Jeff has included Tonko's fixes for this issue in PR #688 , so I expect this issue will be solved when that PR is merged.

plexoos commented 3 weeks ago

Are you suggesting merging #688 now?

Is Akio fine with reverting his previous modification (https://github.com/star-bnl/star-sw/pull/688/files#r1651407708)?
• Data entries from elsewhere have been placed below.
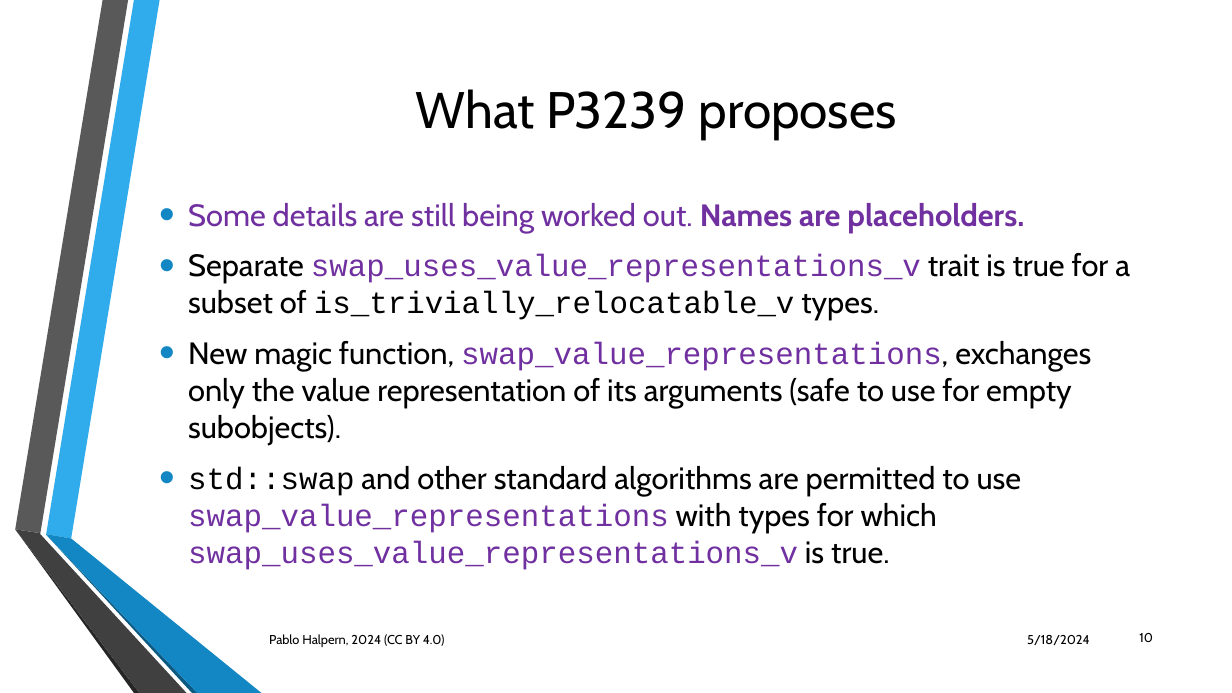
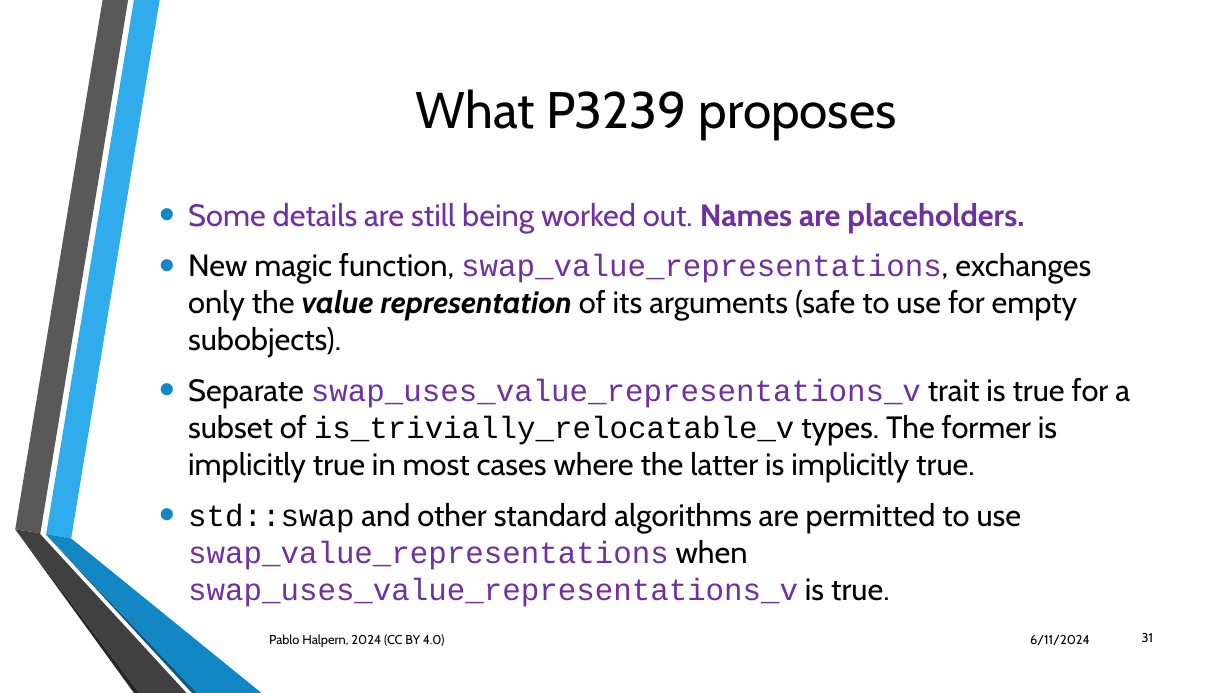
Before and after one commit to phalpern/WG21-halpern, a slide deck: slide 31 of relocate/Trivial Relocation - St. Louis 06-2024.pptx (slide 10 before the commit). Drawn at 1232x693 pixels with LibreOffice and Linux fonts; fonts in the diff are those of the drawing; background and template pictures are left out. Boxes give left, top, right and bottom in pixels: in the first picture for what was removed or moved away, otherwise in the second. Text is boxed around its words. In the diff, an @@ line names an element or a change of style, - is before the commit and + after.

Commit message:
First draft of Trivial Relocation presentation

```diff
--- a/relocate/Trivial Relocation - St. Louis 06-2024.pptx
+++ b/relocate/Trivial Relocation - St. Louis 06-2024.pptx
@@ text at (x1=188, y1=253, x2=1130, y2=320): paragraph removed @@
-• Separate swap_uses_value_representations_v trait is true for a subset of is_trivially_relocatable_v types.
@@ text at (x1=188, y1=253, x2=1091, y2=357): bold on, italic on in "value representation" @@
@@ text at (x1=188, y1=378, x2=1130, y2=607): text changed; font Courier New to Cabin @@
-• std::swap and other standard algorithms are permitted to use swap_value_representations with types for which swap_uses_value_representations_v is true.
+• Separate swap_uses_value_representations_v trait is true for a subset of is_trivially_relocatable_v types. The former is implicitly true in most cases where the latter is implicitly true.
+• std::swap and other standard algorithms are permitted to use swap_value_representations when swap_uses_value_representations_v is true.
@@ text at (x1=1030, y1=635, x2=1090, y2=645): text changed @@
-5/18/2024
+6/11/2024
@@ page number at (x1=1142, y1=633, x2=1154, y2=642): text changed @@
-10
+31
```
Also in this commit, not shown: 9 other slides changed, 35 slides added, 2 other files.

Is the only change needed to fix this issue the one in StRoot/RTS/src/DAQ_TPC23/itpc23.cxx in this commit (https://github.com/star-bnl/star-sw/pull/688/commits/314f90a7a11ac53f959482a8ff923b344c4b4d9d)?

genevb commented 3 weeks ago

Are you suggesting merging #688 now?

No....I think Akio's concern is appropriate.

Is the only change needed to fix this issue the one in StRoot/RTS/src/DAQ_TPC23/itpc23.cxx in this commit

I think we should move forward with all of the DAQ_TPC23 changes in that PR.